SYSK 373: How to Impersonate the Original Caller When Calling the WCF Service in ASP.NET by Configuration Only
If your WCF services use role based authorization, and you need to pass the identity of the end user (original caller), you have a few options:
1. Use <identity impersonate=”true” /> in web.config
This is not my preference since there is quite a bit of overhead with doing security context switching for every web request, not to mention that all activity (not just WCF service invocations) will be done in the original caller’s context, e.g. you database calls, file access, etc.
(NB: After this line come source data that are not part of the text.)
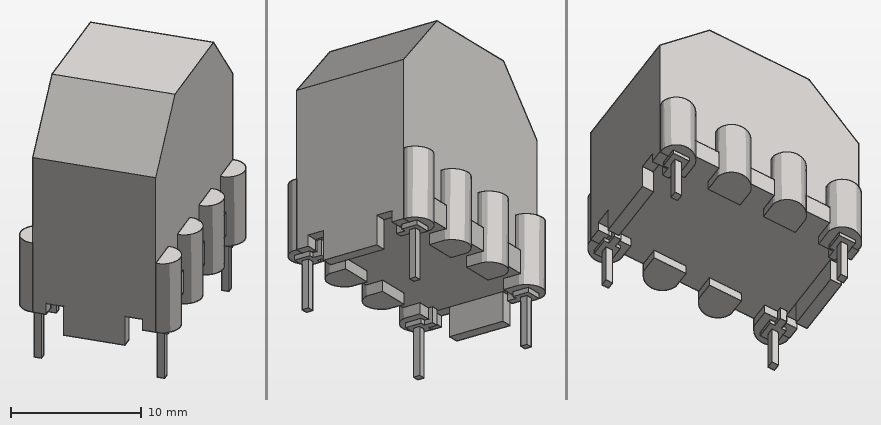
import cadquery as cq

HOUSING_WIDTH = 10.0
HOUSING_LENGTH = 18.0
HOUSING_TOP = 23.0
ROOF_LENGTH = 9.0
SHOULDER_Z = 18.0
END_WALL = 1.0

FOOT_WIDTH = 5.0
FOOT_BOTTOM = 3.0

PLATE_WIDTH = 10.95
PLATE_BOTTOM = 5.5
PLATE_TOP = 7.5
POST_RADIUS = 1.5
POSTS_PER_SIDE = 4
POST_WIDTH = 2.9
POST_BOTTOM = 4.55
POST_TOP = 10.55
POST_INNER_X = 3.9

LEAD_SIZE = 0.6
COLLAR_SIZE = 1.45
STRIP_THICKNESS = 0.41

POST_X = HOUSING_WIDTH / 2
CORNER_POST_Y = HOUSING_LENGTH / 2 - POST_RADIUS
POST_PITCH = 2 * CORNER_POST_Y / (POSTS_PER_SIDE - 1)
PLATE_LENGTH = HOUSING_LENGTH - 2 * END_WALL
COLLAR_BOTTOM = POST_BOTTOM - STRIP_THICKNESS
SIDES = (-1, 1)


def block(x_min, x_max, y_min, y_max, z_min, z_max):
    """A box given by its limits along each axis."""
    size = (x_max - x_min, y_max - y_min, z_max - z_min)
    return cq.Workplane("XY").box(*size, centered=False).translate((x_min, y_min, z_min))


def centred_block(width, length, z_min, z_max):
    """A box centred on the Z axis."""
    return block(-width / 2, width / 2, -length / 2, length / 2, z_min, z_max)


def make_housing():
    """Bevelled block over the plate, with end walls, corner tabs and feet that reach down past it."""
    end_y = HOUSING_LENGTH / 2
    profile = [
        (-end_y, POST_BOTTOM),
        (end_y, POST_BOTTOM),
        (end_y, SHOULDER_Z),
        (ROOF_LENGTH / 2, HOUSING_TOP),
        (-ROOF_LENGTH / 2, HOUSING_TOP),
        (-end_y, SHOULDER_Z),
    ]
    shell = cq.Workplane("YZ").polyline(profile).close().extrude(HOUSING_WIDTH / 2, both=True)
    notches = centred_block(2 * POST_INNER_X, HOUSING_LENGTH, POST_BOTTOM, PLATE_BOTTOM)
    feet = centred_block(FOOT_WIDTH, HOUSING_LENGTH, FOOT_BOTTOM, PLATE_TOP)
    plate_recess = centred_block(PLATE_WIDTH, PLATE_LENGTH, FOOT_BOTTOM, PLATE_TOP)
    return shell.cut(notches).union(feet).cut(plate_recess)


def make_post(y):
    """Post on the +X side: half round with flat flanks beside the housing, carried inward below the plate."""
    half_width = POST_WIDTH / 2
    round_post = (
        cq.Workplane("XY", origin=(POST_X, y, POST_BOTTOM))
        .circle(POST_RADIUS)
        .extrude(POST_TOP - POST_BOTTOM)
    )
    outer_side = block(
        POST_X, POST_X + POST_RADIUS, y - half_width, y + half_width, POST_BOTTOM, POST_TOP
    )
    inner = block(POST_INNER_X, POST_X, y - half_width, y + half_width, POST_BOTTOM, PLATE_BOTTOM)
    return round_post.intersect(outer_side).union(inner)


def make_base(housing):
    """Plate with the two rows of posts, trimmed where the corner tabs of the housing stand."""
    base = centred_block(PLATE_WIDTH, PLATE_LENGTH, PLATE_BOTTOM, PLATE_TOP)
    for i in range(POSTS_PER_SIDE):
        post = make_post(i * POST_PITCH - CORNER_POST_Y)
        base = base.union(post).union(post.mirror("YZ"))
    return base.cut(housing)


def make_terminal(x_side, y_side):
    """Lead, collar and bent strip as one piece, at one corner post."""
    strip_x = POST_INNER_X - STRIP_THICKNESS
    half = LEAD_SIZE / 2
    lead = centred_block(LEAD_SIZE, LEAD_SIZE, 0, COLLAR_BOTTOM).translate((POST_X, 0, 0))
    collar = centred_block(COLLAR_SIZE, COLLAR_SIZE, COLLAR_BOTTOM, POST_BOTTOM).translate((POST_X, 0, 0))
    flat_strip = block(strip_x, POST_X, -half, half, COLLAR_BOTTOM, POST_BOTTOM)
    upright_strip = block(strip_x, POST_INNER_X, -half, half, COLLAR_BOTTOM, PLATE_BOTTOM)
    terminal = lead.union(collar).union(flat_strip).union(upright_strip)
    if x_side < 0:
        terminal = terminal.mirror("YZ")
    return terminal.translate((0, y_side * CORNER_POST_Y, 0))


housing = make_housing()
base = make_base(housing)
terminals = [make_terminal(x_side, y_side) for x_side in SIDES for y_side in SIDES]

result = cq.Compound.makeCompound([housing.val(), base.val(), *[terminal.val() for terminal in terminals]])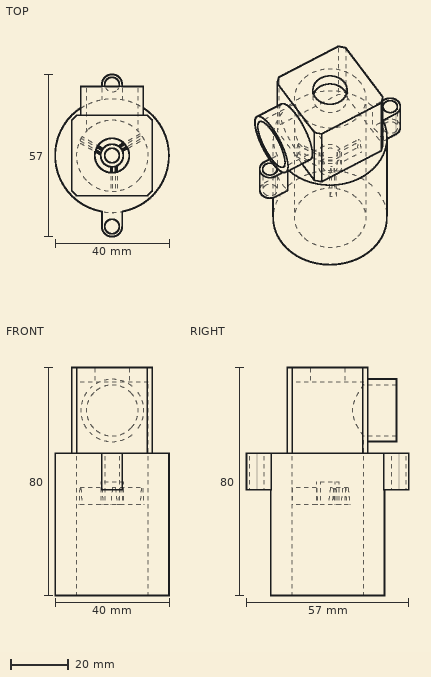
import cadquery as cq

body_diameter = 40
body_height = 50.0

total_height = 80
head_width = 28.3
head_chamfer = 1.8
head_height = total_height - body_height

bore_diameter = 25.0
inlet_diameter = 12
top_wall = 5.0

port_diameter = 22.0
port_bore_diameter = 18.0
port_end_y = 24.2
port_center_z = body_height + head_height / 2

total_depth = 57.0
ear_width = 7.2
ear_hole_diameter = 5.0
ear_height = 13.0
ear_center_y = (total_depth - ear_width) / 2

hub_diameter = 8
hub_bore_diameter = 5.0
hub_bottom_z = 32
hub_height = 8
rib_count = 3
rib_height = 6.0
rib_foot_width = 2.3
rib_crest_width = 1.0
rib_offset = 0.6
rib_overlap = 0.4


def cylinder(diameter, bottom, top):
    """Upright cylinder on the main axis."""
    return cq.Workplane("XY").workplane(offset=bottom).circle(diameter / 2).extrude(top - bottom)


def port_cylinder(diameter):
    """Cylinder along the port axis, from the main axis to the port mouth."""
    plane = cq.Workplane("XZ", origin=(0, 0, port_center_z))
    return plane.circle(diameter / 2).extrude(-port_end_y)


def make_housing():
    """Body, chamfered head, port and ears, without any holes."""
    head = (
        cq.Workplane("XY")
        .workplane(offset=body_height)
        .rect(head_width, head_width)
        .extrude(head_height)
        .edges("|Z")
        .chamfer(head_chamfer)
    )
    ears = (
        cq.Workplane("XY")
        .workplane(offset=body_height - ear_height)
        .slot2D(total_depth, ear_width, 90)
        .extrude(ear_height)
    )
    body = cylinder(body_diameter, 0, body_height)
    return body.union(head).union(ears).union(port_cylinder(port_diameter))


def make_openings():
    """Main bore, inlet, port bore and ear holes."""
    ear_holes = (
        cq.Workplane("XY")
        .pushPoints([(0, -ear_center_y), (0, ear_center_y)])
        .circle(ear_hole_diameter / 2)
        .extrude(body_height)
    )
    bore = cylinder(bore_diameter, 0, total_height - top_wall)
    inlet = cylinder(inlet_diameter, 0, total_height)
    return bore.union(inlet).union(port_cylinder(port_bore_diameter)).union(ear_holes)


def make_rib():
    """Rib reaching from the hub along -Y into the bore wall."""
    foot = rib_foot_width / 2
    crest = rib_crest_width / 2
    return (
        cq.Workplane("XZ", origin=(rib_offset, 0, hub_bottom_z))
        .polyline([(-foot, 0), (foot, 0), (crest, rib_height), (-crest, rib_height)])
        .close()
        .extrude(bore_diameter / 2 + rib_overlap)
    )


def make_hub():
    """Tubular hub with its ribs evenly spaced around it."""
    hub_top_z = hub_bottom_z + hub_height
    hub = cylinder(hub_diameter, hub_bottom_z, hub_top_z)
    for index in range(rib_count):
        rib = make_rib().rotate((0, 0, 0), (0, 0, 1), index * 360 / rib_count)
        hub = hub.union(rib)
    return hub.cut(cylinder(hub_bore_diameter, hub_bottom_z, hub_top_z))


result = make_housing().cut(make_openings()).union(make_hub())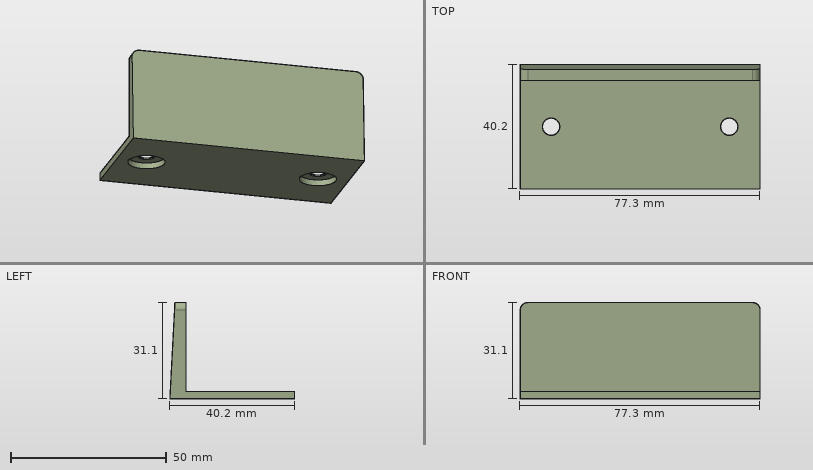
import cadquery as cq

length = 77.3
depth = 40.2
height = 31.1

base_thickness = 2.5
wall_root_thickness = 5.25
wall_top_thickness = 3.6
corner_radius = 2.5

hole_diameter = 5.5
counterbore_diameter = 12.0
counterbore_floor_thickness = 0.5
counterbore_depth = base_thickness - counterbore_floor_thickness
hole_end_distance = 10.0
hole_spacing = length - 2 * hole_end_distance

wall_front_y = depth / 2 - wall_root_thickness
section = [
    (-depth / 2, 0),
    (depth / 2, 0),
    (wall_front_y + wall_top_thickness, height),
    (wall_front_y, height),
    (wall_front_y, base_thickness),
    (-depth / 2, base_thickness),
]
bracket = cq.Workplane("YZ").polyline(section).close().extrude(length / 2, both=True)

silhouette = (
    cq.Workplane("XY")
    .box(length, depth, height, centered=(True, True, False))
    .edges("|Y and >Z")
    .fillet(corner_radius)
)
bracket = bracket.intersect(silhouette)

hole_centers = cq.Workplane("XY").pushPoints([(-hole_spacing / 2, 0), (hole_spacing / 2, 0)])
holes = hole_centers.circle(hole_diameter / 2).extrude(base_thickness)
counterbores = hole_centers.circle(counterbore_diameter / 2).extrude(counterbore_depth)
result = bracket.cut(holes).cut(counterbores)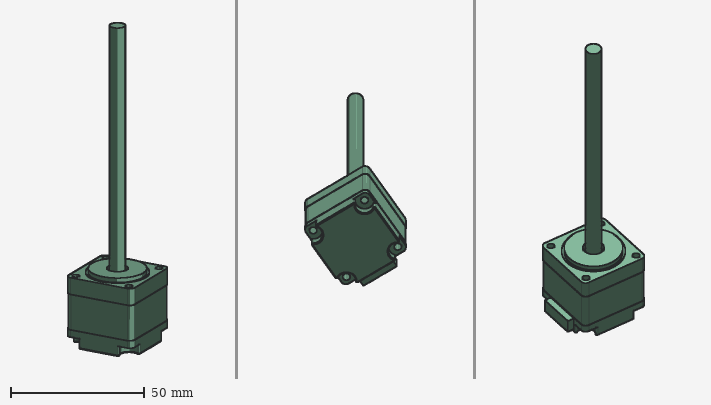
import cadquery as cq

body_width = 28.5
corner_radius = 2.0
middle_inset = 0.1
rear_cap_top = 7.0
front_cap_bottom = 21.2
front_cap_top = 27.8
bottom_chamfer_height = 0.5
bottom_chamfer_inset = 0.4

boss_diameter = 22.0
boss_top = 29.4
groove_diameter = 24.0
groove_depth = 0.3

shaft_diameter = 6.0
shaft_top = 126.0
bore_diameter = 8.0
bore_depth = 2.5

hole_diameter = 2.8
hole_inset = 2.8

notch_height = 4.2
notch_radius = 3.5
notch_lip_radius = 0.5

connector_width = 15.0
connector_reach = 2.8
connector_bottom = 1.5
connector_top = 6.8

half_width = body_width / 2
hole_pitch = body_width - 2 * hole_inset


def square_section(width, bottom, top):
    """Square prism with rounded vertical edges."""
    prism = cq.Workplane("XY").workplane(offset=bottom).rect(width, width).extrude(top - bottom)
    return prism.edges("|Z").fillet(corner_radius)


def cylinder(diameter, bottom, top):
    """Cylinder on the motor axis."""
    return cq.Workplane("XY").workplane(offset=bottom).circle(diameter / 2).extrude(top - bottom)


def at_square_corners(pitch):
    """Workplane at Z = 0 with points at the four corners of a centred square."""
    return cq.Workplane("XY").rect(pitch, pitch, forConstruction=True).vertices()


def rear_base():
    """Lowest part of the rear cap, with notched corners and a chamfered bottom edge."""
    base = cq.Workplane("XY").rect(body_width, body_width).extrude(notch_height)
    corner_size = 2 * hole_inset
    base = base.cut(at_square_corners(body_width).rect(corner_size, corner_size).extrude(notch_height))
    base = base.cut(at_square_corners(hole_pitch).circle(notch_radius).extrude(notch_height))
    base = base.edges("|Z").fillet(notch_lip_radius)
    return base.faces("<Z").edges().chamfer(bottom_chamfer_inset, bottom_chamfer_height)


middle_width = body_width - 2 * middle_inset
body = (
    rear_base()
    .union(square_section(body_width, notch_height, rear_cap_top))
    .union(square_section(middle_width, rear_cap_top, front_cap_bottom))
    .union(square_section(body_width, front_cap_bottom, front_cap_top))
)

connector = (
    cq.Workplane("XY")
    .workplane(offset=connector_bottom)
    .center(0, half_width)
    .rect(connector_width, 2 * connector_reach)
    .extrude(connector_top - connector_bottom)
)

mounting_holes = at_square_corners(hole_pitch).circle(hole_diameter / 2).extrude(front_cap_top)

groove_bottom = front_cap_top - groove_depth
bore_bottom = boss_top - bore_depth
result = (
    body.union(connector)
    .cut(mounting_holes)
    .cut(cylinder(groove_diameter, groove_bottom, front_cap_top))
    .union(cylinder(boss_diameter, groove_bottom, boss_top))
    .cut(cylinder(bore_diameter, bore_bottom, boss_top))
    .union(cylinder(shaft_diameter, bore_bottom, shaft_top))
)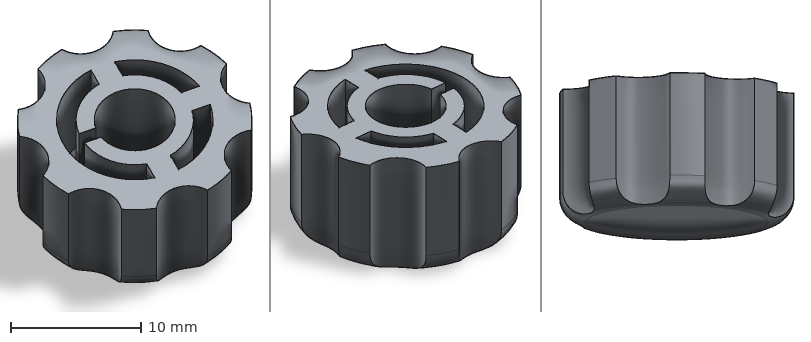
import cadquery as cq

knob_radius = 9.0
knob_height = 10.0
base_fillet_radius = 2.0

scallop_count = 8
scallop_radius = 2.5
scallop_center_radius = 10.0

floor_thickness = 2.0
pocket_depth = knob_height - floor_thickness
pocket_radius = 6.0
sleeve_outer_radius = 4.5
sleeve_bore_radius = 3.1
sleeve_slot_width = 1.0

rib_width = 2.0
rib_angles = (0, 90, 180)
slot_angle = 270


def radial_bar(width, inner_radius, outer_radius, angle):
    """Bar from the pocket floor to the top face, pointing outwards at the given angle."""
    length = outer_radius - inner_radius
    return (
        cq.Workplane("XY", origin=(0, 0, floor_thickness))
        .center((inner_radius + outer_radius) / 2, 0)
        .rect(length, width)
        .extrude(pocket_depth)
        .rotate((0, 0, 0), (0, 0, 1), angle)
    )


def make_body():
    """Round knob with a filleted bottom edge and scalloped sides."""
    body = cq.Workplane("XY").circle(knob_radius).extrude(knob_height)
    body = body.faces("<Z").edges().fillet(base_fillet_radius)
    scallops = (
        cq.Workplane("XY")
        .polarArray(scallop_center_radius, 0, 360, scallop_count)
        .circle(scallop_radius)
        .extrude(knob_height)
    )
    return body.cut(scallops)


def make_pocket():
    """Volume removed from the top, leaving the split sleeve and its ribs."""
    floor = cq.Workplane("XY", origin=(0, 0, floor_thickness))
    pocket = floor.circle(pocket_radius).circle(sleeve_outer_radius).extrude(pocket_depth)
    for angle in rib_angles:
        pocket = pocket.cut(radial_bar(rib_width, sleeve_bore_radius, pocket_radius, angle))
    bore = floor.circle(sleeve_bore_radius).extrude(pocket_depth)
    slot = radial_bar(sleeve_slot_width, 0, sleeve_outer_radius, slot_angle)
    return pocket.union(bore).union(slot)


result = make_body().cut(make_pocket())

2. Call HttpContext.Current.User.Impersonate before calling a WCF service as described in http://msdn.microsoft.com/en-us/library/cc949013.aspx:
using System.Security.Principal;
…
protected void Button1_Click(object sender, EventArgs e)
{
// Obtain the authenticated user's Identity and impersonate the original caller
using (((WindowsIdentity)HttpContext.Current.User.Identity).Impersonate())
{
WCFTestService.ServiceClient myService = new WCFTestService.ServiceClient();
Response.Write(myService.GetData(123) + "<br/>");
myService.Close();
}
}
…
3. And, finally, my preference – using WCF behavior extensions
Here is how it works:
1. In the web.config of your web site, add the following behavior extension:
<system.serviceModel>
<extensions>
<behaviorExtensions>
< addname = "httpContextIdentity"type="HttpContextIdentityBehavior, WCFExtensions, Version=1.0.0.0, Culture=neutral, PublicKeyToken=null" />
</behaviorExtensions>
</extensions>
<behaviors>
<endpointBehaviors>
<behavior name="YourBehaviorNameHere">
. . .
< httpContextIdentity />
</behavior>
</endpointBehaviors>
</behaviors>
. . .
</system.serviceModel>
2. Create WCFExtensions class library project and add the HttpContextIdentityBehavior implementation class listed below:
using System;
using System.Security.Principal;
using System.ServiceModel.Description;
using System.ServiceModel.Dispatcher;
using System.Web;
// TODO: add SEH & logging
public class HttpContextIdentityBehaviorImpl : IClientMessageInspector, IEndpointBehavior
{
public void AfterReceiveReply(ref System.ServiceModel.Channels.Message reply, object correlationState)
{
WindowsImpersonationContext wic = correlationState as WindowsImpersonationContext;
if (wic != null)
{
wic.Undo();
wic.Dispose();
}
}
public object BeforeSendRequest(ref System.ServiceModel.Channels.Message request, System.ServiceModel.IClientChannel channel)
{
if (HttpContext.Current != null && HttpContext.Current.User != null)
{
WindowsIdentity wi = (WindowsIdentity)HttpContext.Current.User.Identity;
return wi.Impersonate();
}
else
{
// TODO: log error
return null;
}
}
public void AddBindingParameters(ServiceEndpoint endpoint, System.ServiceModel.Channels.BindingParameterCollection bindingParameters)
{
// Nothing to do
}
public void ApplyClientBehavior(ServiceEndpoint endpoint, ClientRuntime clientRuntime)
{
clientRuntime.MessageInspectors.Add(this);
}
public void ApplyDispatchBehavior(ServiceEndpoint endpoint, EndpointDispatcher endpointDispatcher)
{
// HACK: in .NET 3.5 on Windows 7, this event is not fired...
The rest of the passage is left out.